BEOORDELINGEN
Jean-Louis VAN BELLE (1976) De steenindustrie in Wallonië (16e-18e eeuw).
Coll. Wallonië, Kunst en Geschiedenis, nr. 35, Ed. J. Duculot, Gembloux, 77 p., 16 foto's.
Deze studie concentreert zich vooral op de streek van Zoniën (met de plaatsen Ecaussines, Feluy en Arquennes) en onthult wat het historisch onderzoek ons laat weten over de Waalse steengroeven vanaf de zestiende eeuw tot aan het begin van de mechanisatie.
Een eerste deel (steenexploitatie) probeert de exploitatieomstandigheden van deze steengroeven in beeld te brengen, met name door de analyse van huurovereenkomsten. Zoals normaal gezien de relatieve overvloed aan archieven, wordt de 18e eeuw veel diepgaander bestudeerd dan de twee voorgaande eeuwen.

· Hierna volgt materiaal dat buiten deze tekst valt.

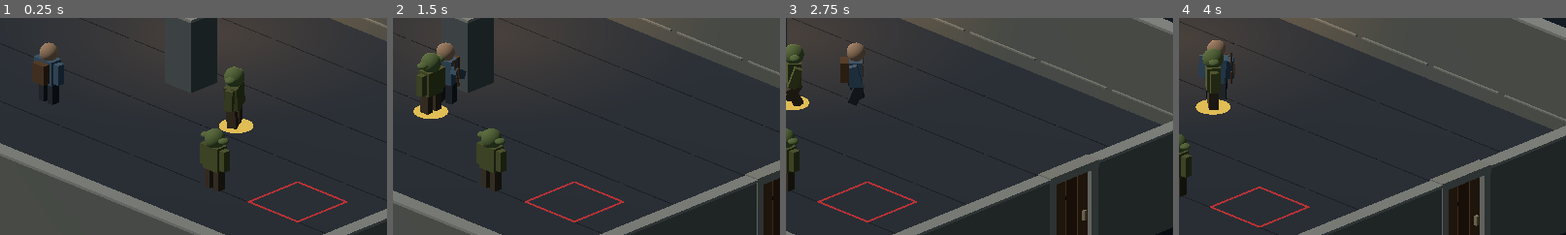
Above: before the commit, frames 1-4 (left to right).
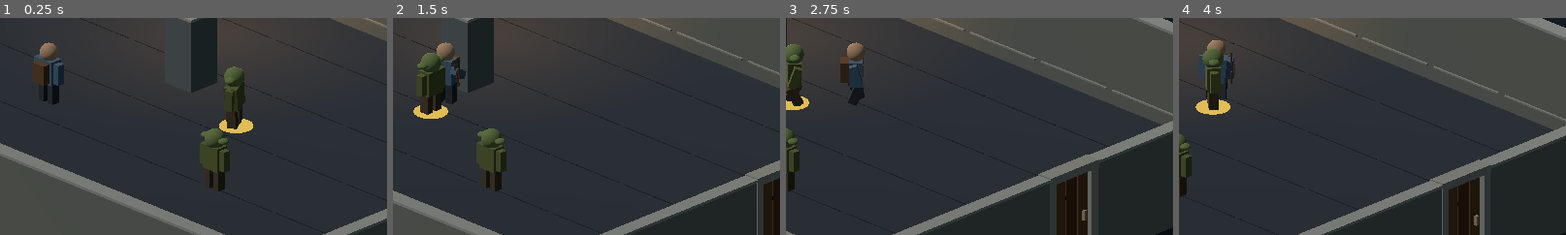
Above: after the commit, the same moments.

Repository: Jonty303/Project-Gauntlands
Game: Godot game, scene res://scenes/experiment_25d.tscn
The game is run twice, just before and just after one commit, with the same random seed, the same clock (stepped at 60 frames per second) and the same inputs. This scene is started directly instead of the project's main scene.
Inputs (mouse positions are % of the whole screen's width and height, from its top left):
- Up to frame 1 (0.25 s): no input
- Up to frame 2 (1.5 s): tap Enter (ui_accept) at 0.5, 0.77 s; move the mouse to (72, 45) at 0.52 s; hold D (move_right) 0.53-1.25 s; hold Space (attack) 0.53-1.25 s; click (72, 45) at 0.67 s; drag from (30, 55) to (45, 70) at 1.27 s
- Up to frame 3 (2.75 s): move the mouse to (60, 28) at 2.02 s; hold D (move_right) from 2.03 s (still down); tap Q (target_previous) at 2.1 s
- Up to frame 4 (4 s): release D (move_right) at 2.75 s; drag from (45, 70) to (20, 35) at 2.77 s; move the mouse to (80, 65) at 3.52 s; hold A (move_left) from 3.53 s (still down); hold Space (attack) from 3.53 s (still down); tap Enter (ui_accept) at 3.77 s
The pictures show only the part of the screen within x 44-94%, y 36-86%; the shares and areas given below are measured in that part.

The runs differ from the first frame. In frame 1, 0.4% of the frame differs, in the area x 63-90%, y 75-95%; in frame 2, 0.4%; in frame 3, 0.4%; in frame 4, 0.4%, in the area x 8-34%, y 77-97%.
Error after the commit: Invalid type in function 'configure (via call)' in base 'Node3D (spike_trap_25d.gd)'. Cannot convert argument 2 from Object to Array. (res://scripts/experiment…

Commit message:
Make spike traps trigger on any registered character, including goblins

Diff:
--- a/scripts/spike_trap_25d.gd
+++ b/scripts/spike_trap_25d.gd
@@ -1,16 +1,16 @@
 extends Node3D
 ## Prototype concealed pressure-plate spike trap. Red outline is a debug clue.
-signal triggered(damage: int)
+signal triggered(victim: CharacterBody3D, damage: int)
 @export var damage := 20
 @export var reset_seconds := 2.5
-var hero: CharacterBody3D
+var actors: Array[CharacterBody3D] = []
 var cooldown := 0.0
 var spikes: Node3D
 var active := false
 var elapsed := 0.0
 
-func configure(player: CharacterBody3D) -> void:
-    hero = player
+func configure(characters: Array[CharacterBody3D]) -> void:
+    actors = characters
 
 func _ready() -> void:
     var border_mat := StandardMaterial3D.new()
@@ -51,13 +51,17 @@
             active = false
             var retract := create_tween()
             retract.tween_property(spikes, "position:y", -0.75, 0.25)
-    if hero == null or cooldown > 0.0:
+    if cooldown > 0.0:
         return
-    var offset := hero.global_position - global_position
-    if absf(offset.x) <= 0.95 and absf(offset.z) <= 0.95:
-        cooldown = reset_seconds
-        elapsed = 0.0
-        active = true
-        var rise := create_tween()
-        rise.tween_property(spikes, "position:y", 0.0, 0.12)
-        triggered.emit(damage)
+    for actor in actors:
+        if not is_instance_valid(actor) or not actor.is_inside_tree():
+            continue
+        var offset := actor.global_position - global_position
+        if absf(offset.x) <= 0.95 and absf(offset.z) <= 0.95:
+            cooldown = reset_seconds
+            elapsed = 0.0
+            active = true
+            var rise := create_tween()
+            rise.tween_property(spikes, "position:y", 0.0, 0.12)
+            triggered.emit(actor, damage)
+            break

Een tweede deel (de carrièremasters) analyseert de functie van de carrièrebaas, wiens professionele ambivalentie (ambachtsman of handelaar?) wordt benadrukt.
JC Baudet
Bouwkundig Erfgoed in Vlaanderen , Berichtenblad, nr 32 (december 1977), 48 blz.
Gepubliceerd door het Ministerie van Nederlandse Cultuur, Koninklijke Commissie voor Monumenten en Landschappen, Rijksdienst voor Monumenten- en Landschapszorg.

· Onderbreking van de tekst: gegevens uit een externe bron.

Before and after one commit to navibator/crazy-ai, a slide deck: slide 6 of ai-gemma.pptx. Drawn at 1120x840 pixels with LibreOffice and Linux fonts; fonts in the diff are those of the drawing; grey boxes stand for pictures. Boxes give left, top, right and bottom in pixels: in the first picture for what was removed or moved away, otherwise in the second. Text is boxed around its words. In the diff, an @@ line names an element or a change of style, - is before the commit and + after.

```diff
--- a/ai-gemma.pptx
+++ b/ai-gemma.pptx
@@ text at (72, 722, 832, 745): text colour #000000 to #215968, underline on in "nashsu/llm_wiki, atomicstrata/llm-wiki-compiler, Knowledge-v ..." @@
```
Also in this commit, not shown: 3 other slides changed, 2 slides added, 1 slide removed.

Dit bijzonder nummer, betreffende industriële archeologie, bevat een artikel door A. Linters: “Industriële archeologie: definitions in bemerkingen”, een andere door
A. Vanden Abeele: “Sociale Stadsvernieuwing”, in een van de voorgestelde foto's: “Industriële archeologie in Vlaanderen” heeft twee mooie foto's. Er is ook een uitgebreide bibliografie (5 blz.) die een vroege introductie vormt tot de industriële archeologie.
L. Bogaerts
BO WATKINS & R. MEADOR, 1977 Technologie en menselijke waarden. Botsing en oplossing.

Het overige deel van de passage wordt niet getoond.